# What Is Duality?



## harcharanjitsinghdhillon (Nov 9, 2012)

what is duality please discuss and give your oppinion on it?


----------



## Ambarsaria (Nov 9, 2012)

Duality of what motherlylove ? 

Please explain some of the specifics to focus the thread!


----------



## chazSingh (Nov 9, 2012)

duality is a world of pairs of opposites....our whole creation is based on pairs of opposites....
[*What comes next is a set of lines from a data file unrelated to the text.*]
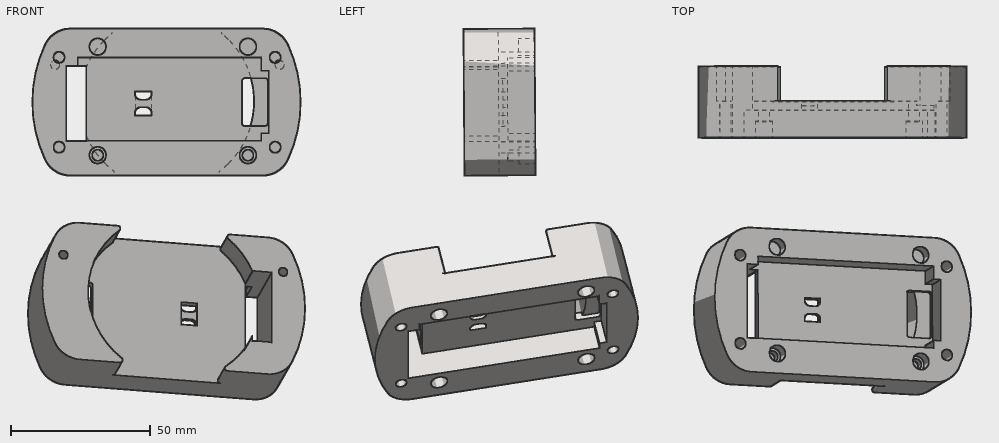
import cadquery as cq

LENGTH = 96.53
HEIGHT = 52.81
BASE_THICKNESS = 13.2
ARM_THICKNESS = 12.45
TOTAL_THICKNESS = BASE_THICKNESS + ARM_THICKNESS
END_RADIUS = 48.5
CORNER_RADIUS = 10.0
TILT = 0.4

OPENING_RADIUS = 31.46
OPENING_Z = 0.35
ARM_TIP_RADIUS = 1.0
ARM_TIP_LIMIT_X = 22.0

POCKET_DEPTH = 10.0
POCKET_BOTTOM = -14.0
MAIN_POCKET_LEFT = -31.9
MAIN_POCKET_RIGHT = 34.1
MAIN_POCKET_TOP = 16.0
RIGHT_STEP_END = 36.75
RIGHT_STEP_HALF_HEIGHT = 11.2

WINDOW_LEFT = -36.0
WINDOW_RIGHT = -28.9
WINDOW_TOP = 13.0

SLOT_LEFT = 27.2
SLOT_RIGHT = 36.4
SLOT_HALF_HEIGHT = 8.6
SLOT_CORNER_RADIUS = 1.0
ARM_TONGUE_HEIGHT = 1.5

PORT_CENTER_X = -8.35
PORT_CENTER_Z = -0.5
PORT_WIDTH = 5.9
PORT_INNER_OFFSET = 1.4
PORT_OUTER_OFFSET = 4.3
PORT_CORNER_RADIUS = 2.0
PORT_BRIDGE_THICKNESS = 1.6

CORNER_HOLE_DIAMETER = 4.0
CORNER_HOLE_CENTER_X = 0.22
CORNER_HOLE_CENTER_Z = -0.1
CORNER_HOLE_SPACING_X = 77.7
CORNER_HOLE_SPACING_Z = 32.3
CORNER_HOLE_UPPER_Z = CORNER_HOLE_CENTER_Z + CORNER_HOLE_SPACING_Z / 2
CORNER_HOLE_LOWER_Z = CORNER_HOLE_CENTER_Z - CORNER_HOLE_SPACING_Z / 2

EDGE_HOLE_DIAMETER = 6.0
EDGE_HOLE_DEPTH = 6.0
EDGE_HOLE_CENTER_X = 2.27
EDGE_HOLE_SPACING_X = 54.0
EDGE_HOLE_SPACING_Z = 39.0
EDGE_HOLE_UPPER_Z = OPENING_Z + EDGE_HOLE_SPACING_Z / 2
EDGE_HOLE_LOWER_Z = OPENING_Z - EDGE_HOLE_SPACING_Z / 2
STEPPED_HOLE_DIAMETER = 4.0
STEPPED_HOLE_DEPTH = 10.0

ARM_HOLE_DIAMETER = 3.2
ARM_HOLE_SPACING_X = CORNER_HOLE_SPACING_X + 3.0
ARM_HOLE_Z = CORNER_HOLE_UPPER_Z - 2.55


def sketch_plane(depth):
    """XZ plane at the given depth behind the front face; extrude negative to go backwards."""
    return cq.Workplane("XZ", origin=(0, depth, 0))


def block(left, right, bottom, top, start, end):
    """Box spanning X, Z and a depth range."""
    size = (right - left, end - start, top - bottom)
    return cq.Workplane("XY").box(*size, centered=False).translate((left, start, bottom))


def cylinders(points, diameter, start, end):
    """Round cutters along Y at (x, z) points."""
    return sketch_plane(start).pushPoints(points).circle(diameter / 2).extrude(start - end)


def pair_in_x(spacing, z, center_x):
    """Two (x, z) points on either side of a center."""
    return [(center_x - spacing / 2, z), (center_x + spacing / 2, z)]


def make_profile(start, end):
    """Rounded outline: flat long edges, bulging ends and tangent corners."""
    end_offset = LENGTH / 2 - END_RADIUS
    right_disc = cylinders([(end_offset, 0)], 2 * END_RADIUS, start, end)
    left_disc = cylinders([(-end_offset, 0)], 2 * END_RADIUS, start, end)
    bar = block(-LENGTH / 2, LENGTH / 2, -HEIGHT / 2, HEIGHT / 2, start, end)
    return bar.intersect(right_disc).intersect(left_disc).edges("|Y").fillet(CORNER_RADIUS)


def make_opening(start):
    """Round opening between the arms, from a given depth to the back."""
    return cylinders([(0, OPENING_Z)], 2 * OPENING_RADIUS, start, TOTAL_THICKNESS)


def make_arms():
    """Rear half of the outline, split into two arms by the round opening."""
    arms = make_profile(BASE_THICKNESS, TOTAL_THICKNESS).cut(make_opening(BASE_THICKNESS))
    tips = cq.selectors.BoxSelector(
        (-ARM_TIP_LIMIT_X, BASE_THICKNESS, -HEIGHT), (ARM_TIP_LIMIT_X, TOTAL_THICKNESS, HEIGHT)
    )
    return arms.edges("|Y").edges(tips).fillet(ARM_TIP_RADIUS)


def make_pocket():
    main = block(MAIN_POCKET_LEFT, MAIN_POCKET_RIGHT, POCKET_BOTTOM, MAIN_POCKET_TOP, 0, POCKET_DEPTH)
    step = block(
        MAIN_POCKET_LEFT, RIGHT_STEP_END, -RIGHT_STEP_HALF_HEIGHT, RIGHT_STEP_HALF_HEIGHT, 0, POCKET_DEPTH
    )
    window = block(WINDOW_LEFT, WINDOW_RIGHT, POCKET_BOTTOM, WINDOW_TOP, 0, TOTAL_THICKNESS)
    return main.union(step).union(window)


def make_slot():
    slot = block(
        SLOT_LEFT, SLOT_RIGHT, -SLOT_HALF_HEIGHT, SLOT_HALF_HEIGHT, POCKET_DEPTH, BASE_THICKNESS
    )
    slot = slot.edges("|Y").fillet(SLOT_CORNER_RADIUS)
    tongue_start = BASE_THICKNESS - ARM_TONGUE_HEIGHT
    tongue = block(SLOT_LEFT, SLOT_RIGHT, -SLOT_HALF_HEIGHT, SLOT_HALF_HEIGHT, tongue_start, BASE_THICKNESS)
    return slot.cut(tongue.cut(make_opening(tongue_start)))


def make_ports():
    """Two openings with rounded facing corners, joined behind the bar between them."""
    left = PORT_CENTER_X - PORT_WIDTH / 2
    right = PORT_CENTER_X + PORT_WIDTH / 2
    inner_z = PORT_CENTER_Z + PORT_INNER_OFFSET
    outer_z = PORT_CENTER_Z + PORT_OUTER_OFFSET
    mirrored_outer_z = PORT_CENTER_Z - PORT_OUTER_OFFSET
    bridge_back = POCKET_DEPTH + PORT_BRIDGE_THICKNESS
    upper = block(left, right, inner_z, outer_z, POCKET_DEPTH, BASE_THICKNESS)
    upper = upper.faces("<Z").edges("|Y").fillet(PORT_CORNER_RADIUS)
    lower = upper.mirror("XY", (0, 0, PORT_CENTER_Z))
    relief = block(left, right, mirrored_outer_z, outer_z, bridge_back, BASE_THICKNESS)
    return upper.union(lower).union(relief)


def make_holes():
    corner_points = []
    for z in (CORNER_HOLE_UPPER_Z, CORNER_HOLE_LOWER_Z):
        corner_points += pair_in_x(CORNER_HOLE_SPACING_X, z, CORNER_HOLE_CENTER_X)
    lower_points = pair_in_x(EDGE_HOLE_SPACING_X, EDGE_HOLE_LOWER_Z, EDGE_HOLE_CENTER_X)
    upper_points = pair_in_x(EDGE_HOLE_SPACING_X, EDGE_HOLE_UPPER_Z, EDGE_HOLE_CENTER_X)
    edge_points = upper_points + lower_points
    arm_points = pair_in_x(ARM_HOLE_SPACING_X, ARM_HOLE_Z, CORNER_HOLE_CENTER_X)
    holes = cylinders(corner_points, CORNER_HOLE_DIAMETER, 0, BASE_THICKNESS)
    holes = holes.union(cylinders(edge_points, EDGE_HOLE_DIAMETER, 0, EDGE_HOLE_DEPTH))
    holes = holes.union(cylinders(lower_points, STEPPED_HOLE_DIAMETER, 0, STEPPED_HOLE_DEPTH))
    return holes.union(cylinders(arm_points, ARM_HOLE_DIAMETER, BASE_THICKNESS, TOTAL_THICKNESS))


body = make_profile(0, BASE_THICKNESS).union(make_arms())
for cutter in (make_pocket(), make_slot(), make_ports(), make_holes()):
    body = body.cut(cutter)

body = body.translate((0, -TOTAL_THICKNESS / 2, 0))
result = body.rotate((0, 0, 0), (1, 0, 0), -TILT)

pairs of opposites create an experience to be had... experience of good wont exist if bad didnt exists. we wouldnt know what Hot is, if cold didnt exist....how can we really understand what love is if hate didnt exist. By going through these experiences we get a true understanding of what god is. Without experiencing the opposite of god we would never be able to understand the true reality of god i.e. love, compasion, selflessness, forgiveness etc etc....we wouldnt know what all these divine qualities are...all of those qualities as an experience wouldnt exist without the opposite.


----------



## BhagatSingh (Nov 9, 2012)

ChazSingh ji, and Ambarsaria ji and Namjivan ji as well,
While good and bad, male and female etc are part of duality, what is significantly talked about in Guru Granth Sahib is the duality that is perceived by us in relation to God. By default, we think God and I are two separate things. This is it. This is the main problem, the _dubidha_, also called _bharam_, _dooja bhav_, _dvait bhav_, etc.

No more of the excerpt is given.